We don’t need to time travel to 2050 to imagine the impact of climate change. The air quality would have depleted so much that one wouldn’t be able to walk out of the house without an air-filtration mask. All living creatures would be plagued by extreme heat waves now and then. Ice-free Arctic summers would be a reality and sea levels would have risen to flood small islands such as ours. Changes in water temperature would have caused algae to leave coral reefs, resulting in coral bleaching and making them vulnerable to disease and death. Several plants and animals would have lost their habitats over the years leading to the reduction in biodiversity down to a smidge. People from underdeveloped nations would be turning to developed ones in desperate need of clean drinking water, food, and shelter, while those countries also face the wrath of climate change in the form of wildfires, hurricanes, and floods. People will be full of despair due to the poor quality of their lives, resenting previous generations for their lack of action.
This possible widespread suffering is not due to some unforeseen catastrophe that would hit us sometime in the future. It is due to a crystal clear imbalance in the environment that is growing slowly, but steadily every minute of the day called climate change. If we are to make the above scenario just a horrible tale of fantasy it is critical for every individual to take action today making this the most important decade in the history of humankind.
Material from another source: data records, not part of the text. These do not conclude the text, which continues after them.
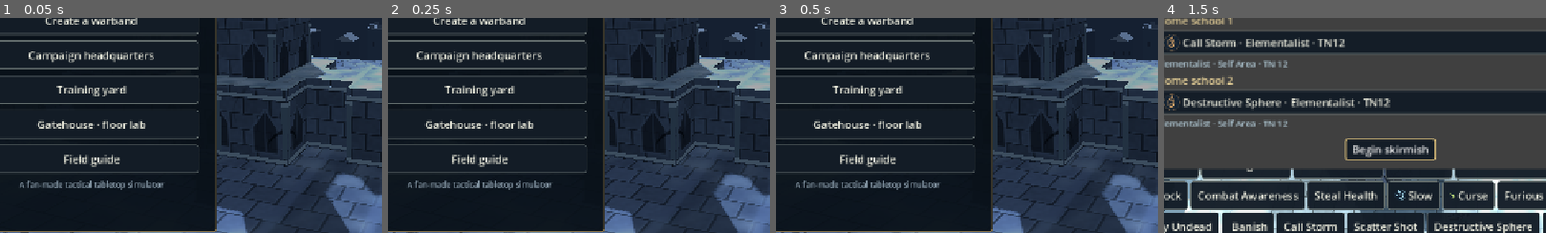
Above: before the commit, frames 1-4 (left to right).
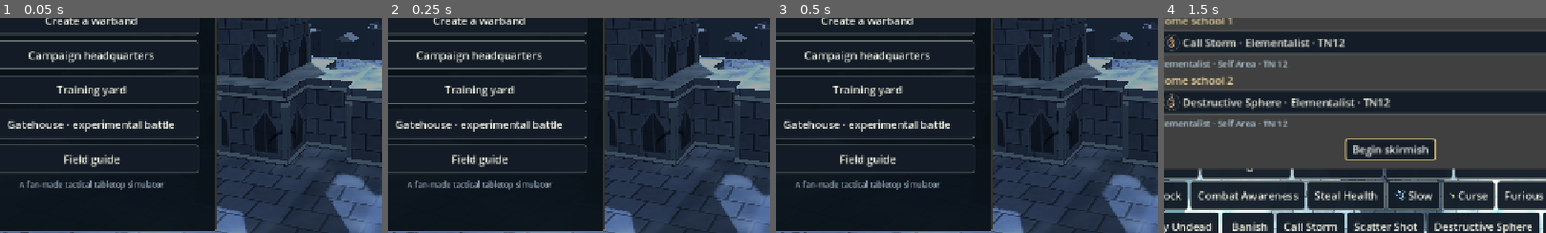
Above: after the commit, the same moments.

Repository: drag0nblad3/Frostgame
Game: Godot game, scene res://scenes/title.tscn
The game is run twice, just before and just after one commit, with the same random seed, the same clock (stepped at 60 frames per second) and the same inputs.
Inputs:
- Up to frame 1 (0.05 s): no input
- Up to frame 2 (0.25 s): no input
- Up to frame 3 (0.5 s): no input
- Up to frame 4 (1.5 s): click "Create a warband" at 0.5 s; click "Move" at 1.25 s
The pictures show only the part of the screen within x 7-57%, y 46-96%; the shares and areas given below are measured in that part.

The runs differ from the first frame. In frame 1, 1.0% of the frame differs, in the area x 2-46%, y 47-53%; in frame 2, 1.0%; in frame 3, 1.0%; in frame 4, nothing differs.

Commit message:
Expose playable layered Gatehouse skirmish with combat, spell targeting, floor cutaways and visual tests

Diff:
--- /dev/null
+++ b/scenes/layered_skirmish.tscn
@@ -0,0 +1,6 @@
+[gd_scene load_steps=2 format=3]
+
+[ext_resource type="Script" path="res://src/view/layered_skirmish.gd" id="1"]
+
+[node name="LayeredSkirmish" type="Node3D"]
+script = ExtResource("1")
--- a/src/core/state/layered_magic.gd
+++ b/src/core/state/layered_magic.gd
@@ -12,7 +12,14 @@
 	if not c._magic.available_spell(f,"teleport") or Contact.in_combat(s.figures,f) or f.spell_effects.has("blinding_light") or s.group.in_progress():
 		return false
 	var layout := FloorLayout.from_dict(s.board.floor_layout)
-	if not layout.errors.is_empty() or not LayeredGrid.new(layout,f,s.figures).open(n):
+	return can_teleport_with(c,n,layout,LayeredGrid.new(layout,f,s.figures))
+
+
+## Reuses geometry for UI preview. Commit still runs complete action checks.
+static func can_teleport_with(c: GameController,n: Vector3i,layout: FloorLayout,grid: LayeredGrid) -> bool:
+	var s := c.state
+	var f := s.active()
+	if f==null or not layout.errors.is_empty() or not grid.open(n):
 		return false
 	var to := layout.world(n)
 	var from := Vector3(f.pos.x,f.elevation,f.pos.y)
--- /dev/null
+++ b/src/view/layered_skirmish.gd
@@ -0,0 +1,168 @@
+extends Node3D
+## Experimental playable skirmish; all actions use GameController.
+var controller: GameController
+var layout: FloorLayout
+var rig: CameraRig
+var art: LayeredGatehouseArt
+var player: EventPlayer
+var floor_choice: OptionButton
+var status: Label
+var controls: LayeredSkirmishControls
+var marks: MultiMeshInstance3D
+var targets := {}
+var _was_idle := false
+
+
+func _ready() -> void:
+	controller=LayeredBattle.create(FigureDb.load_files(),TerrainDb.load_file(),17)
+	var s := controller.state
+	layout=FloorLayout.from_dict(s.board.floor_layout)
+	art=LayeredGatehouseArt.new()
+	add_child(art)
+	art.build(layout)
+	var atmosphere := BattleAtmosphere.new()
+	add_child(atmosphere)
+	atmosphere.configure(s.board,"treasure_skirmish")
+	rig=CameraRig.new()
+	add_child(rig)
+	rig.frame_board(s.board.size)
+	rig.tapped.connect(_tap)
+	player=EventPlayer.new()
+	player.state=s
+	add_child(player)
+	for f in s.figures:
+		var v := FigureView.new()
+		player.add_child(v)
+		v.setup(f,s.side_names[f.side])
+		player.views[f.id]=v
+	controller.event_emitted.connect(player.push)
+	player.build_treasures()
+	for token in s.treasures:
+		var mesh: MeshInstance3D = player.treasure_views[token.id]
+		mesh.position=layout.world(layout.node(token.surface_id,token.pos))+Vector3.UP*0.25
+	marks=MultiMeshInstance3D.new()
+	add_child(marks)
+	_ui()
+	refresh()
+
+
+func _ui() -> void:
+	var layer := CanvasLayer.new()
+	add_child(layer)
+	var root := MarginContainer.new()
+	root.set_anchors_and_offsets_preset(Control.PRESET_FULL_RECT)
+	root.mouse_filter=Control.MOUSE_FILTER_IGNORE
+	root.theme=BattleTheme.create()
+	for edge: String in ["left","right","top","bottom"]:
+		root.add_theme_constant_override("margin_"+edge,10)
+	layer.add_child(root)
+	var col := VBoxContainer.new()
+	col.mouse_filter=Control.MOUSE_FILTER_IGNORE
+	root.add_child(col)
+	var row := HFlowContainer.new()
+	row.mouse_filter=Control.MOUSE_FILTER_IGNORE
+	col.add_child(row)
+	status=Label.new()
+	row.add_child(status)
+	floor_choice=OptionButton.new()
+	for surface in layout.surfaces:
+		floor_choice.add_item(surface.id.capitalize())
+	floor_choice.add_item("All floors")
+	floor_choice.select(layout.surfaces.size())
+	floor_choice.item_selected.connect(func(_i: int) -> void:refresh())
+	row.add_child(floor_choice)
+	for entry: Array in [["Title","res://scenes/title.tscn"],["Floor lab","res://scenes/layered_demo.tscn"]]:
+		var button := Button.new()
+		button.text=entry[0]
+		button.pressed.connect(_leave.bind(str(entry[1])))
+		row.add_child(button)
+	var space := Control.new()
+	space.mouse_filter=Control.MOUSE_FILTER_IGNORE
+	space.size_flags_vertical=Control.SIZE_EXPAND_FILL
+	col.add_child(space)
+	controls=LayeredSkirmishControls.new()
+	col.add_child(controls)
+	controls.setup(self)
+
+
+func _leave(path: String) -> void:
+	if player.idle():
+		get_tree().change_scene_to_file(path)
+
+
+func _process(_delta: float) -> void:
+	if player==null or controls==null:
+		return
+	var idle := player.idle()
+	if idle!=_was_idle:
+		_was_idle=idle
+		refresh()
+
+
+func refresh() -> void:
+	var index := floor_choice.selected
+	var all := index==layout.surfaces.size()
+	var chosen := "" if all else layout.surfaces[index].id
+	art.show_upper(all or chosen in ["upper","landing"])
+	var s := controller.state
+	for f in s.figures:
+		var view: FigureView = player.views[f.id]
+		view.visible=f.in_play() and (all or f.surface_id==chosen)
+	for t in s.treasures:
+		var model: MeshInstance3D = player.treasure_views[t.id]
+		model.visible=t.unresolved() and (all or t.surface_id==chosen or t.carrier_id>=0)
+	status.text="GATEHOUSE  •  Turn %d  |  %s  |  Loot %d:%d" % [s.turn,Phase.name_of(s.phase),s.secured_count(0),s.secured_count(1)]
+	controls.refresh()
+	targets.clear()
+	var active := s.active()
+	if all and active!=null:
+		chosen=active.surface_id
+	for n: Vector3i in controls.destinations:
+		if layout.surface_id(n)==chosen:
+			targets[n]=true
+	_draw()
+
+
+func _draw() -> void:
+	marks.visible=not targets.is_empty()
+	if targets.is_empty():
+		return
+	var shape := CylinderMesh.new()
+	shape.top_radius=0.15
+	shape.bottom_radius=0.15
+	shape.radial_segments=4
+	shape.height=0.025
+	var mat := StandardMaterial3D.new()
+	mat.shading_mode=BaseMaterial3D.SHADING_MODE_UNSHADED
+	mat.albedo_color=controls.marker_color()
+	shape.material=mat
+	var mm := MultiMesh.new()
+	mm.transform_format=MultiMesh.TRANSFORM_3D
+	mm.mesh=shape
+	mm.instance_count=targets.size()
+	var i := 0
+	for n: Vector3i in targets:
+		mm.set_instance_transform(i,Transform3D(Basis.IDENTITY,layout.world(n)+Vector3.UP*0.07))
+		i+=1
+	marks.multimesh=mm
+
+
+func _tap(at: Vector2) -> void:
+	if not player.idle():
+		return
+	if controls.tap_figure(at):
+		refresh()
+		return
+	var best: Variant = null
+	var distance := 24.0
+	for n: Vector3i in targets:
+		var p := layout.world(n)+Vector3.UP*0.07
+		if rig.camera.is_position_behind(p):
+			continue
+		var d := rig.camera.unproject_position(p).distance_to(at)
+		if d<distance:
+			best=n
+			distance=d
+	if best!=null:
+		controls.choose_destination(best)
+		refresh()
--- /dev/null
+++ b/src/view/layered_skirmish_controls.gd
@@ -0,0 +1,226 @@
+class_name LayeredSkirmishControls
+extends PanelContainer
+var scene: Node3D
+var c: GameController
+var destinations := {}
+var mode := "move"
+var hint: Label
+var log_line: Label
+var _buttons := {}
+var _cast_row: HBoxContainer
+var _empower: SpinBox
+
+
+func setup(host: Node3D) -> void:
+	scene=host
+	c=scene.controller
+	var col := VBoxContainer.new()
+	add_child(col)
+	log_line=Label.new()
+	log_line.text="Experimental skirmish • six figures, two treasures"
+	log_line.autowrap_mode=TextServer.AUTOWRAP_WORD_SMART
+	col.add_child(log_line)
+	hint=Label.new()
+	hint.autowrap_mode=TextServer.AUTOWRAP_WORD_SMART
+	col.add_child(hint)
+	var row := HFlowContainer.new()
+	col.add_child(row)
+	for entry: Array in [["move","Move"],["fight","Fight"],["shoot","Shoot"],["collect","Collect"],["exit","Extract"],["teleport","Teleport"],["reload","Reload"],["push_self","Withdraw"],["push_enemy","Push enemy"],["stay","Stay"],["end","End activation"],["rival","Rival activation"]]:
+		var b := Button.new()
+		b.text=entry[1]
+		b.custom_minimum_size.y=44
+		b.pressed.connect(command.bind(str(entry[0])))
+		row.add_child(b)
+		_buttons[entry[0]]=b
+	_cast_row=HBoxContainer.new()
+	col.add_child(_cast_row)
+	_empower=SpinBox.new()
+	_empower.min_value=0
+	_empower.step=1
+	_empower.prefix="Empower "
+	_cast_row.add_child(_empower)
+	var resolve := Button.new()
+	resolve.text="Resolve cast"
+	resolve.pressed.connect(_resolve)
+	_cast_row.add_child(resolve)
+	scene.player.line_logged.connect(func(line: String) -> void:log_line.text=line)
+
+
+func human() -> bool:
+	return not c.state.over and c.state.current_side()==0
+
+
+func marker_color() -> Color:
+	return Color(0.75,0.46,1.0) if mode=="teleport" else (Color(1.0,0.77,0.30) if mode=="exit" else Color(0.30,0.96,0.77))
+
+
+func refresh() -> void:
+	destinations.clear()
+	var s := c.state
+	var f := s.active()
+	var idle: bool = scene.player.idle()
+	for key: String in _buttons:
+		_buttons[key].visible=false
+	_cast_row.visible=idle and human() and not s.pending_cast.is_empty()
+	if s.over:
+		hint.text="Battle complete: "+("Draw" if s.winner<0 else s.side_names[s.winner]+" wins")
+		return
+	if not idle:
+		hint.text="Resolving action…"
+		return
+	if _cast_row.visible:
+		_empower.max_value=c.cast_max_empowerment()
+		_empower.value=0
+		hint.text="Teleport roll %d vs %d. Empower or resolve." % [s.pending_cast["total"],s.pending_cast["tn"]]
+		return
+	if s.push_winner>=0:
+		var winner := s.figure(s.push_winner)
+		if winner!=null and winner.side==0:
+			_show("push_self",c.can_push(true))
+			_show("push_enemy",c.can_push(false))
+			_show("stay",true)
+			hint.text="Choose the outcome of melee contact."
+			return
+		# Rival decisions after human attacks must resolve before further actions.
+		if not c.resolve_push(false):
+			c.stay_in_combat()
+		scene.call_deferred("refresh")
+		return
+	if not human():
+		_show("rival",true)
+		hint.text="Advance the rival warband one activation."
+		return
+	if f==null:
+		hint.text="Tap an eligible friendly figure to activate. Select a floor to reveal hidden figures."
+		return
+	hint.text="%s • %s • %.1f″ elevation • %d actions • %s" % [f.label(),f.surface_id.capitalize(),f.elevation,f.actions_left,mode.capitalize()]
+	_show("end",c.can_end_activation())
+	_show("move",c.can_move())
+	_show("reload",c.can_reload())
+	var exits: Array[Vector3i] = []
+	if f.treasure_id>=0:
+		exits=c.floor_exit_nodes()
+	_show("exit",not exits.is_empty())
+	var loot := false
+	for token in s.treasures:
+		loot=loot or c.can_pick_up(token.id)
+	_show("collect",loot)
+	var fight := false
+	var shoot := false
+	for t in s.figures:
+		fight=fight or c.can_fight(t.id)
+		shoot=shoot or c.can_shoot(t.id)
+	_show("fight",fight)
+	_show("shoot",shoot)
+	var teleport := CasterLoadout.is_caster(f.def.role) and c.can_act() and c._magic.available_spell(f,"teleport") and not Contact.in_combat(s.figures,f)
+	_show("teleport",teleport)
+	if mode=="move" and c.can_move():
+		var reach := c.layered_reach()
+		for n: Vector3i in reach.cost:
+			if n!=reach.start:
+				destinations[n]=true
+	elif mode=="exit":
+		for n in exits:
+			destinations[n]=true
+	elif mode=="teleport" and teleport:
+		_teleport_points(f)
+
+
+func _teleport_points(f: Figure) -> void:
+	var layout: FloorLayout = scene.layout
+	var index: int = scene.floor_choice.selected
+	if index>=layout.surfaces.size():
+		index=layout.index_of(f.surface_id)
+	var surface := layout.surfaces[index]
+	var grid := LayeredGrid.new(layout,f,c.state.figures)
+	for x in range(ceili(surface.rect.position.x/MoveGrid.STEP),floori(surface.rect.end.x/MoveGrid.STEP)+1):
+		for y in range(ceili(surface.rect.position.y/MoveGrid.STEP),floori(surface.rect.end.y/MoveGrid.STEP)+1):
+			var n := Vector3i(x,y,index)
+			if LayeredMagic.can_teleport_with(c,n,layout,grid):
+				destinations[n]=true
+
+
+func _show(key: String,enabled: bool) -> void:
+	_buttons[key].visible=true
+	_buttons[key].disabled=not enabled
+
+
+func _resolve() -> void:
+	c.finish_cast(int(_empower.value))
+	mode="move"
+	scene.refresh()
+
+
+func command(key: String) -> void:
+	if not scene.player.idle() or not _buttons.has(key) or _buttons[key].disabled or not _buttons[key].visible:
+		return
+	match key:
+		"move","fight","shoot","exit","teleport":
+			mode=key
+		"collect":
+			for token in c.state.treasures:
+				if c.can_pick_up(token.id):
+					c.pick_up(token.id)
+					break
+			mode="move"
+		"reload":
+			c.reload()
+		"push_self","push_enemy":
+			c.resolve_push(key=="push_self")
+		"stay":
+			c.stay_in_combat()
+		"end":
+			c.end_activation()
+			mode="move"
+		"rival":
+			Bot.play_activation(c)
+			mode="move"
+	scene.refresh()
+
+
+func tap_figure(screen: Vector2) -> bool:
+	if not human() or not scene.player.idle() or not c.state.pending_cast.is_empty() or c.state.push_winner>=0:
+		return false
+	var f := c.state.active()
+	if f!=null and mode not in ["fight","shoot"]:
+		return false
+	var chosen: Figure = null
+	var distance := 38.0
+	for t in c.state.figures:
+		var v: FigureView = scene.player.views[t.id]
+		if not t.in_play() or not v.visible:
+			continue
+		if f==null and not c.activatable().has(t):
+			continue
+		if f!=null and not (c.can_fight(t.id) if mode=="fight" else c.can_shoot(t.id)):
+			continue
+		var at := v.position+Vector3.UP*0.8
+		if scene.rig.camera.is_position_behind(at):
+			continue
+		var d: float = scene.rig.camera.unproject_position(at).distance_to(screen)
+		if d<distance:
+			chosen=t
+			distance=d
+	if chosen==null:
+		return false
+	if f==null:
+		c.activate(chosen.id)
+		mode="move"
+		scene.floor_choice.select(scene.layout.index_of(chosen.surface_id))
+	elif mode=="fight":
+		c.fight(chosen.id)
+	else:
+		c.shoot(chosen.id)
+	return true
+
+
+func choose_destination(n: Vector3i) -> void:
+	if not destinations.has(n) or not human() or not scene.player.idle():
+		return
+	match mode:
+		"move": c.move_on_floor(n)
+		"exit":
+			if c.exit_on_floor(n):
+				c.end_activation()
+			mode="move"
+		"teleport": c.teleport_on_floor(n)
--- a/src/view/title_scene.gd
+++ b/src/view/title_scene.gd
@@ -69,7 +69,7 @@
 	_button("warband","Create a warband")
 	_button("campaign","Campaign headquarters")
 	_button("training","Training yard")
-	_button("gatehouse","Gatehouse · floor lab")
+	_button("gatehouse","Gatehouse · experimental battle")
 	_button("guide","Field guide")
 	_label("A fan-made tactical tabletop simulator",13,Color(0.65,0.73,0.79))
 	var space := Control.new()
@@ -105,7 +105,7 @@
 	get_tree().root.set_meta(LAUNCH_KEY,key)
 	if key=="gatehouse":
 		get_tree().root.remove_meta(LAUNCH_KEY)
-		if get_tree().change_scene_to_file("res://scenes/layered_demo.tscn")!=OK:
+		if get_tree().change_scene_to_file("res://scenes/layered_skirmish.tscn")!=OK:
 			_launching=false
 		return
 	if get_tree().change_scene_to_file(BATTLE) != OK:
--- /dev/null
+++ b/tests/layered_skirmish_smoke.gd
@@ -0,0 +1,49 @@
+extends SceneTree
+
+
+func _initialize() -> void:
+	call_deferred("_run")
+
+
+func _run() -> void:
+	change_scene_to_file("res://scenes/layered_skirmish.tscn")
+	await scene_changed
+	var scene := current_scene
+	var c: GameController = scene.controller
+	if c.state.figures.size()!=6 or not scene.layout.errors.is_empty():
+		printerr("Invalid layered skirmish")
+		quit(1)
+		return
+	# Advance the rival if it won initiative, until the human can activate.
+	for i in range(6):
+		if c.state.current_side()==0:
+			break
+		Bot.play_activation(c)
+		scene.player._queue.clear()
+	if c.state.current_side()!=0 or c.activatable().is_empty():
+		printerr("No human activation")
+		quit(1)
+		return
+	var f: Figure = c.activatable()[0]
+	var v: FigureView = scene.player.views[f.id]
+	scene.floor_choice.select(scene.layout.index_of(f.surface_id))
+	scene.refresh()
+	var screen: Vector2 = scene.rig.camera.unproject_position(v.position+Vector3.UP*0.8)
+	if not scene.controls.tap_figure(screen):
+		printerr("Cannot activate human figure")
+		quit(1)
+		return
+	scene.player._queue.clear()
+	scene.refresh()
+	if c.state.active()!=f or scene.targets.is_empty():
+		printerr("No floor-specific move highlights")
+		quit(1)
+		return
+	var node: Vector3i = scene.targets.keys()[0]
+	scene.controls.choose_destination(node)
+	if f.moves_taken!=1 or f.actions_left!=1:
+		printerr("Movement command failed")
+		quit(1)
+		return
+	print("Layered skirmish smoke passed")
+	quit(0)
--- /dev/null
+++ b/tools/layered_capture.gd
@@ -0,0 +1,37 @@
+extends SceneTree
+var scene: Node3D
+var frames := 0
+var captured := false
+
+
+func _initialize() -> void:
+	call_deferred("_setup")
+
+
+func _setup() -> void:
+	change_scene_to_file("res://scenes/layered_skirmish.tscn")
+	await scene_changed
+	scene=current_scene
+
+
+func _process(_delta: float) -> bool:
+	if scene==null:
+		return false
+	frames+=1
+	if frames==45:
+		var image := root.get_texture().get_image()
+		if image==null or image.save_png("previews/gatehouse-upper.png")!=OK:
+			quit(1)
+			return true
+		scene.floor_choice.select(scene.layout.index_of("street"))
+		scene.refresh()
+		captured=true
+	if frames==80 and captured:
+		var image := root.get_texture().get_image()
+		if image==null or image.save_png("previews/gatehouse-cutaway.png")!=OK:
+			quit(1)
+			return true
+		print("Gatehouse captures complete")
+		quit(0)
+		return true
+	return false
Not shown, changed: docs/multifloor-plan.md

Carbon dioxide and Climate change
Carbon dioxide is planet Earth’s most important greenhouse gas. A greenhouse gas has the property of absorbing infrared radiation emitted from the Earth’s surface and reradiating it back to the Earth’s surface, thus contributing to the greenhouse effect. Without carbon dioxide, our planet would not be able to keep the average global surface temperature above freezing. The problem today however is that the natural balance of this gas has been broken over the last century, resulting in the greenhouse effect being boosted and thereby causing an exponential increase in the earth’s temperature. In short, human emissions of carbon dioxide are a primary driver of global warming leading to climate change.
Carbon dioxide emissions
The CO2 concentration in the atmosphere has been rising since the Industrial Revolution. Even though human sources of Carbon dioxide emissions are much smaller compared to natural emissions, since natural sinks like the ocean, soil, and forests remove around the same quantity of carbon dioxide from the atmosphere that is produced by natural sources. Hence the natural balance is affected.
Human activities such as the burning of fossil fuels like oil, coal and gas, deforestation, large-scale agriculture, industries like cement manufacture, and improper disposal of waste have significantly upset the natural balance of the atmosphere. Total global CO2 emissions have climbed by approximately 0.8% in the past year, but they remain below the high set in 2019 and have been relatively flat since 2015. The total CO2 emissions from the burning of fossil fuels and cement, however, hit a record high in 2022. The rise has mainly been driven by an increase in oil emissions as international travel recovers following the pandemic.
Studies have shown that countries most vulnerable to the effects of climate change are often some of the lowest emitters of CO2. While countries like China, the USA, India, Russia, and Japan are the top five Carbon dioxide polluters.
How can we reduce CO2 emissions?
To slow down rising global temperatures with the eventual aim of halting them, we need to stabilize concentrations of CO2 in the Earth’s atmosphere. And in order to do that, the world needs to reach net-zero emissions. This requires large and fast reductions in emissions. Becoming more energy efficient, reducing the fossil fuel impact by using public transport, electric vehicles, or bikes, cutting down the household waste produced, and recycling the waste are some of the small steps all of us can take to reduce our carbon footprint.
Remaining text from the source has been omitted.